We will now consider the Boston housing data set, from the MASS library. #### (a) Based on this data set, provide an estimate for the population mean of medv. Call this estimate ˆμ.
(medv_mean = mean(Boston$medv))
## [1] 22.53281
(medv_stderror = sd(Boston$medv)/sqrt(length(Boston$medv)))
## [1] 0.4088611
- The estimated standard error of the mean is 40.89%.
set.seed(1)
boot.fn.mean=function (data ,index){ #initialize function to accept a data object and index object
return (mean(data[index])) #calculate the statistic
}
(boot_mean = boot(Boston$medv, boot.fn.mean, R=1000))
##
## ORDINARY NONPARAMETRIC BOOTSTRAP
##
##
## Call:
## boot(data = Boston$medv, statistic = boot.fn.mean, R = 1000)
##
##
## Bootstrap Statistics :
## original bias std. error
## t1* 22.53281 0.007650791 0.4106622
- The standard error from the bootstrap method is marginally smaller than the standard error in (b).
c(boot_mean$t0 - 2*0.4106622, boot_mean$t0 + 2*0.4106622)
## [1] 21.71148 23.35413
t.test(Boston$medv)
##
## One Sample t-test
##
## data: Boston$medv
## t = 55.111, df = 505, p-value < 2.2e-16
## alternative hypothesis: true mean is not equal to 0
## 95 percent confidence interval:
## 21.72953 23.33608
## sample estimates:
## mean of x
## 22.53281
- The 95% confidence interval for the mean of medv calculated based on the bootstrap method is slightly wider than the interval from the One Sample t-test. However, the numbers are very close.
median(Boston$medv)
## [1] 21.2
set.seed(1)
boot.fn.med=function (data ,index){
return (median(data[index]))
}
(boot_med = boot(Boston$medv, boot.fn.med, R=1000))
##
## ORDINARY NONPARAMETRIC BOOTSTRAP
##
##
## Call:
## boot(data = Boston$medv, statistic = boot.fn.med, R = 1000)
##
##
## Bootstrap Statistics :
## original bias std. error
## t1* 21.2 0.02295 0.3778075
- The estimated standard error of the median is 37.78%.

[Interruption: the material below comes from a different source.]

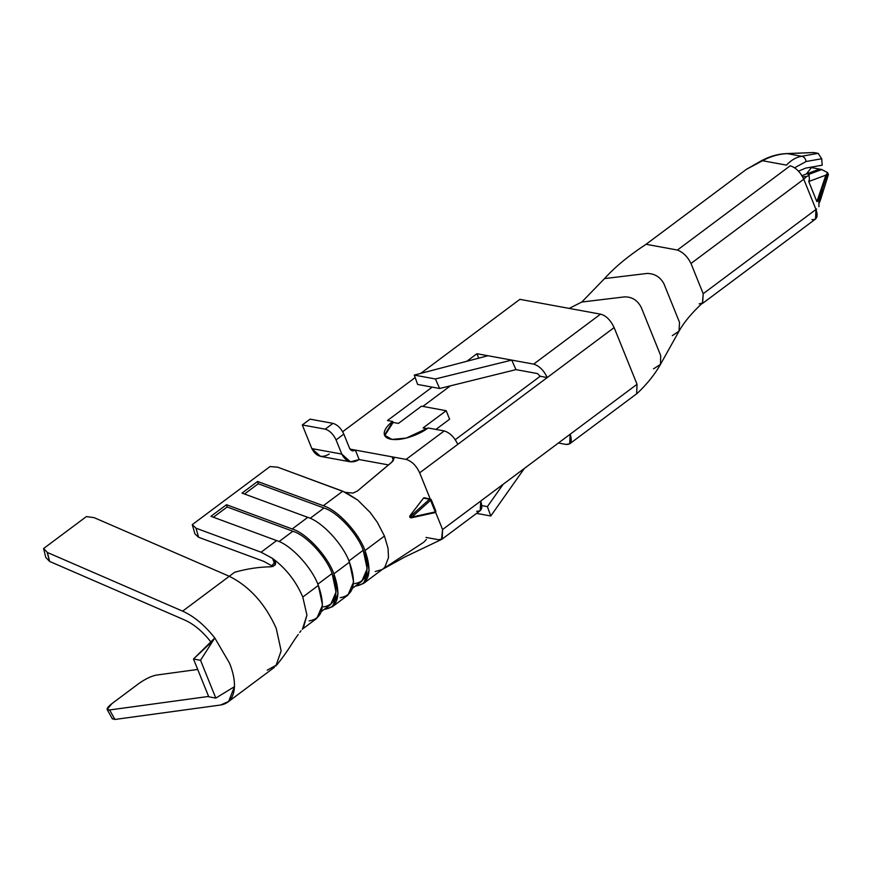 <?xml version="1.0" encoding="UTF-8"?>
<svg xmlns="http://www.w3.org/2000/svg" width="872" height="872" viewBox="0 0 872 872"><rect width="100%" height="100%" fill="white"/><g stroke="black" fill="none" stroke-linecap="round" stroke-linejoin="round"><path stroke-width="1.31" d="M435.64 511.014L435.237 512.54L435.64 511.014M430.942 499.384L435.564 511.722L430.942 499.384L430.866 500.092L430.942 499.384L429.776 499.013L430.942 499.384M424.577 497.879L429.776 499.013L424.315 497.749M352.615 588.131L361.782 581.286L367.167 568.838L363.253 550.243L348.942 560.936L363.253 550.243C357.215 533.315 337.333 511.94 323.97 508.005L310.16 518.328L323.97 508.005L258.254 483.753L244.52 494.01L258.254 483.753L257.589 481.475L323.316 505.727C337.497 509.902 358.599 532.596 365.008 550.57L384.454 536.04L377.38 522.372L370.295 512.594L357.716 500.059L342.761 491.209L323.316 505.727L342.761 491.209L277.667 467.185L270.048 466.542L192.265 524.639L195.993 528.192L261.088 552.205L272.511 558.396C285.896 568.304 295.99 581.177 302.791 597.048L318.345 585.428C311.925 567.454 290.834 544.76 276.642 540.586L261.088 552.205L276.642 540.586L210.915 516.333L226.48 504.714L292.207 528.966C306.388 533.141 327.49 555.835 333.9 573.809L349.454 562.189C343.045 544.215 321.942 521.521 307.762 517.347L292.207 528.966L307.762 517.347L242.035 493.094L257.589 481.475L242.035 493.094L307.762 517.347C321.942 521.521 343.045 544.215 349.454 562.189L333.9 573.809L338.053 593.538L332.341 606.759L324.657 609.288C338.26 607.01 341.344 595.173 333.9 573.809C327.49 555.835 306.388 533.141 292.207 528.966L226.48 504.714L210.915 516.333L276.642 540.586C290.834 544.76 311.925 567.454 318.345 585.428L302.791 597.048C295.99 581.177 285.896 568.304 272.511 558.396C277.078 562.691 276.544 565.47 270.92 566.789C258.766 566.985 246.634 568.827 234.524 572.315L229.292 576.283L234.524 572.315C246.634 568.827 258.766 566.985 270.92 566.789L275.29 561.721L272.522 558.418L261.088 552.205L195.993 528.192L198.642 537.305L196.265 529.097M317.822 584.175L332.134 573.482C326.095 556.554 306.225 535.179 292.861 531.244L279.051 541.567L292.861 531.244L227.134 506.992L213.4 517.249L227.134 506.992L226.48 504.714L227.134 506.992L292.861 531.244C306.225 535.179 326.095 556.554 332.134 573.482L317.822 584.175M410.832 516.017L429.569 499.22L423.487 498.108L409.905 515.853L410.832 516.017L409.905 515.853L423.694 497.901L429.569 499.22L410.832 516.017L411.835 517.074L435.259 511.908L430.561 500.277L411.835 517.074L430.561 500.277L429.776 499.013L430.866 500.092L435.259 511.908L411.835 517.074L410.832 516.017L411.562 517.826L410.832 516.017M192.309 524.802L194.947 533.926L198.642 537.305L263.726 561.328L273.067 566.495L263.726 561.328L198.642 537.305L195.993 528.192L192.265 524.639L270.048 466.542L277.667 467.185L345.617 492.397L353.007 493.094L357.52 490.936L391.561 462.411L394.035 458.41L392.008 456.819L355.362 450.094L392.008 456.819L393.446 460.394L392.008 456.819L406.09 459.402L444.208 430.932C449.821 432.665 454.345 437.134 457.789 444.36C454.345 437.134 449.821 432.665 444.208 430.932L427.999 427.967L444.208 430.932L406.09 459.402C411.726 461.092 416.249 465.572 419.672 472.831L430.179 498.828L419.672 472.831C416.249 465.572 411.726 461.092 406.09 459.402L392.008 456.819L394.035 458.41L392.694 461.364L357.52 490.936L353.007 493.094L345.628 492.397L357.716 500.059L370.295 512.594L377.369 522.372L384.454 536.04L388.051 548.325L384.454 536.04L365.008 550.57L369.161 570.299L363.45 583.521L355.765 586.049C369.379 583.76 372.464 571.934 365.008 550.57C358.599 532.596 337.497 509.902 323.316 505.727L257.589 481.475L258.254 483.753L323.97 508.005C337.333 511.94 357.215 533.315 363.253 550.243C370.262 570.375 367.363 581.515 354.544 583.662M388.487 557.622L384.835 567.182L388.487 557.622L388.051 548.325M442.126 539.103L480.243 510.632L480.69 501.062L442.584 529.533L441.515 539.452L404.859 556.968L381.969 569.612L375.211 571.531M476.657 511.254C481.671 511.483 483.012 508.082 480.69 501.062L570.146 434.245L569.688 443.815L566.113 444.448L558.396 443.031L566.113 444.448C571.116 444.666 572.457 441.265 570.146 434.245L442.584 529.533L435.651 512.376L442.584 529.533L442.191 539.038L438.551 539.724L426.005 537.425M410.636 517.663L409.698 517.107L409.905 515.853L409.698 517.107L410.636 517.663M267.224 670.165L276.969 664.78C289.166 649.444 291.39 643.83 297.483 635.546L298.257 634.467M301.025 630.707L299.706 632.451M303.347 627.927L306.933 615.152L302.791 597.048L306.933 615.163L302.464 629.017M229.292 576.283C249.545 586.431 265.186 603.784 276.228 628.352C265.186 603.784 249.545 586.431 229.292 576.283L94.111 517.641L229.292 576.283L182.619 611.141L229.292 576.283M332.341 606.759L347.895 595.14L353.607 581.918L349.454 562.189C356.899 583.553 353.825 595.391 340.211 597.669M302.29 629.203L316.787 618.379L322.498 605.157L318.345 585.428C325.79 606.792 322.705 618.63 309.102 620.908M208.615 696.434L109.621 709.961L114.897 719.455L220.562 705.023C229.238 703.584 233.87 697.469 234.47 686.656L228.606 701.47L220.562 705.023L114.897 719.455L112.325 718.626L114.897 719.455L109.621 709.961L208.615 696.434M435.411 378.971L439.662 388.498L515.984 369.63L511.722 360.092L435.411 378.971L414.276 375.091L487.949 355.732L511.722 360.092L515.984 369.63L537.479 373.576L515.984 369.63L439.662 388.498L435.411 378.971L511.722 360.092L533.653 364.125L476.94 353.716L487.949 355.732L414.276 375.091L417.644 384.454L414.276 375.091L435.411 378.971M450.377 385.849L422.844 406.417L450.377 385.849M449.614 419.203L435.935 429.416L449.614 419.203L446.181 410.701L421.514 406.167L398.439 423.411L393.152 422.44L398.439 423.411L421.514 406.167L446.181 410.701L423.094 427.934L427.04 428.664L423.094 427.934L446.181 410.701L449.614 419.203M388.476 464.918L359.177 459.544L388.476 464.918M417.644 384.454L439.662 388.498L417.644 384.454M387.484 420.522L392.771 421.492L393.152 422.44L392.771 421.492L387.484 420.522L432.196 387.124L387.484 420.522M537.479 373.576L540.193 376.257L547.235 377.554C543.801 370.328 539.267 365.848 533.653 364.125L600.546 314.16L519.875 299.347L600.546 314.16L533.653 364.125C539.267 365.848 543.801 370.328 547.235 377.554L614.128 327.589C610.465 319.959 605.942 315.479 600.546 314.16C605.942 315.479 610.465 319.959 614.128 327.589L419.672 472.831L547.235 377.554L540.193 376.257L537.479 373.576M503.199 484.254L487.394 506.621L490.773 515.984L524.377 468.428L490.773 515.984L487.394 506.621L481.867 505.607L487.394 506.621L503.199 484.254M476.559 513.379L490.773 515.984L476.559 513.379M801.957 175.654L817.042 170.007L821.74 169.55L827.659 172.667L821.74 169.55L817.042 170.007L801.957 175.654M809.456 179.087L808.747 181.529L825.904 175.119L816.879 201.65L818.219 200.789L816.879 201.65L808.747 181.529L816.879 201.65L825.904 175.119L808.747 181.529L809.456 179.087L808.976 175.218M702.745 303.282L815.527 219.036L815.985 209.465L803.766 179.229C800.333 172.002 795.798 167.533 790.185 165.8C795.798 167.533 800.333 172.002 803.766 179.229L690.984 263.475L703.203 293.711L690.984 263.475C687.703 256.804 683.179 252.335 677.402 250.046L790.185 165.8L677.402 250.046L646.054 244.291L746.345 169.375L646.054 244.291C628.472 255.845 614.64 267.279 604.547 278.582L581.788 302.039L604.547 278.582L647.188 273.437C654.73 273.59 660.311 277.045 663.941 283.803L679.528 322.378L679.037 331.131C684.04 322.226 691.845 312.863 702.461 303.075L703.203 293.711L815.985 209.465L803.766 179.229L806.709 176.471L802.654 176.863L806.709 176.471L803.766 179.229L690.984 263.475C687.703 256.804 683.179 252.335 677.402 250.046L646.054 244.291C628.472 255.845 614.64 267.279 604.547 278.582L647.188 273.437C654.73 273.59 660.311 277.045 663.941 283.803L679.528 322.378L679.037 331.142L672.323 335.644M699.17 303.903L702.636 302.911L703.203 293.711L815.985 209.465C818.307 216.485 816.955 219.886 811.952 219.668M805.663 168.111L798.534 171.152L805.663 168.111L822.198 165.2L805.663 168.111M813.402 152.546L786.849 153.57C778.314 153.908 769.976 156.23 761.823 160.524L746.345 169.375L762.542 160.731C770.488 156.382 778.696 154.006 787.165 153.614L813.402 152.546L818.165 153.352L821.707 158.759L806.088 161.516C805.586 158.541 804.093 156.786 801.63 156.273L818.165 153.352L813.947 152.578L787.165 153.614L801.63 156.273C796.136 157.211 791.089 160.165 786.479 165.124L762.542 160.731L786.479 165.124C791.089 160.165 796.136 157.211 801.63 156.273L787.165 153.614C778.696 154.006 770.488 156.382 762.542 160.731L756.547 163.925M821.707 158.759L822.198 165.2L821.707 158.759L818.165 153.352L801.63 156.273C804.093 156.786 805.586 158.541 806.088 161.516L794.632 167.773L806.088 161.516L821.707 158.759M811.407 167.588L806.371 173.997L811.407 167.588L822.013 169.539L811.407 167.588M827.484 173.07C828.88 174.487 828.662 175.076 826.841 174.847M275.181 565.012L272.511 558.407L275.181 565.012M355.362 450.094L359.177 459.544L350.435 461.844L341.791 454.083L336.058 439.913C333.311 434.125 329.692 430.55 325.202 429.166L332.973 423.356C337.464 424.74 341.094 428.316 343.841 434.103L349.563 448.273L352.452 450.857L355.362 450.094L349.988 449.102L355.362 450.094C352.898 451.543 350.969 450.933 349.563 448.273L343.841 434.103L336.058 439.913L341.791 454.083L311.838 448.59L302.301 424.958L310.072 419.149L332.973 423.356L310.072 419.149L302.301 424.958L325.202 429.166L302.301 424.958L311.838 448.59L341.791 454.083C345.988 462.073 351.787 463.893 359.177 459.544L355.362 450.094M329.235 454.05C321.833 458.4 316.035 456.579 311.838 448.59L320.482 456.35L350.435 461.844M342.674 431.705L415.159 377.565L342.674 431.705M420.751 373.39L519.875 299.347L420.751 373.39M427.999 427.967C423.018 432.338 404.248 441.45 390.939 439.248C378.165 436.665 386.372 425.612 392.771 421.492L384.498 435.183L392.008 439.423L406.308 438.06L427.999 427.967M466.793 361.291L476.94 353.716L478.728 358.152L476.94 353.716L466.793 361.291M637.04 384.28L614.128 327.589L637.04 384.28L570.146 434.245L637.04 384.28L636.625 393.882L637.04 384.28M455.271 439.684L540.193 376.257L455.271 439.684M382.95 568.958L384.835 567.182M343.841 434.103C341.094 428.316 337.464 424.74 332.973 423.356L325.202 429.166C329.692 430.55 333.311 434.125 336.058 439.913L343.841 434.103M679.037 331.131L660.464 364.398L660.714 355.613L641.182 307.26C637.41 300.153 631.818 296.698 624.428 296.894L581.788 302.039L624.428 296.894C631.818 296.698 637.41 300.153 641.182 307.26L660.714 355.613L660.464 364.398L653.51 368.867M581.788 302.039L569.198 308.405L581.788 302.039M156.295 675.102L197.704 669.445L156.295 675.102C151.129 676.182 145.373 678.95 139.03 683.386L111.801 703.726C106.428 708.042 105.697 710.113 109.621 709.961L107.136 709.47L111.801 703.726L139.03 683.386C145.373 678.95 151.129 676.182 156.295 675.102M43.6 548.532L45.769 557.459L49.606 561.426L47.437 552.499L182.619 611.141L47.437 552.499L43.6 548.532L86.383 516.584L43.6 548.532L47.437 552.499L49.606 561.426L184.788 620.068C194.14 624.298 202.936 631.72 211.198 642.348C202.936 631.72 194.14 624.298 184.788 620.068L49.606 561.426L47.197 552.379M94.111 517.641L86.383 516.584L94.111 517.641M275.825 666.066L281.144 650.872L276.228 628.352M182.619 611.141C193.955 616.242 204.669 625.191 214.795 637.966L229.554 663.211C233.031 671.909 234.666 679.713 234.47 686.656L215.809 698.091L200.527 660.289L193.486 659.003L208.757 696.793L215.809 698.091L208.757 696.793L193.486 659.003L200.527 660.289L214.795 637.966C204.669 625.191 193.955 616.242 182.619 611.141M211.198 642.348L214.795 637.966L193.486 659.003L211.198 642.348M819.015 199.873L822.252 189.834L819.015 199.873M819.582 202.391L820.966 198.391L820.192 196.44L820.966 198.391L819.124 199.579M820.966 198.391L828.4 174.574L827.681 173.256M818.928 206.708L818.917 199.666L818.928 206.708M818.492 198.783L818.219 200.789L818.841 199.764M808.137 174.64L821.74 169.55L808.137 174.64C809.598 174.923 809.129 175.534 806.709 176.471C809.129 175.534 809.598 174.923 808.137 174.64L809.271 175.773M825.904 175.119L827.659 172.667L825.904 175.119M818.786 200.026L827.659 172.667M384.716 435.651L393.152 422.44L384.716 435.651M234.47 686.656C234.666 679.713 233.031 671.909 229.554 663.211L214.795 637.966L200.527 660.289L215.809 698.091L234.47 686.656M321.506 611.37L330.673 604.525L336.047 592.077L332.134 573.482C339.154 593.614 336.254 604.754 323.425 606.901M394.035 458.41L393.425 457.386M426.364 539.452L423.792 542.199L384.29 568.097M410.298 517.685L434.997 512.671L435.564 511.722L435.237 512.54M411.835 517.074L411.562 517.826M424.283 497.749L431.193 499.547L435.891 511.177L435.531 512.485L411.224 517.859M569.688 443.815L636.582 393.85M363.45 583.521L382.895 569.002M660.486 364.365C654.785 374.502 646.948 384.236 636.985 393.588M227.712 702.2L274.375 667.342M112.423 718.975L107.136 709.47M816.138 209.858L816.595 208.997M819.059 199.993L818.754 199.23"/></g></svg>

(medv_tenth = quantile(Boston$medv, c(0.1)))
## 10%
## 12.75
set.seed(1)
boot.fn.tenth=function (data ,index){
return (quantile(data[index], c(0.1)))
}
(boot_tenth = boot(Boston$medv, boot.fn.tenth, R=1000))
##
## ORDINARY NONPARAMETRIC BOOTSTRAP
##
##
## Call:
## boot(data = Boston$medv, statistic = boot.fn.tenth, R = 1000)
##
##
## Bootstrap Statistics :
## original bias std. error
## t1* 12.75 0.0339 0.4767526
- The standard error for the 10th percentile of medv in Boston suburbs is 47.68%.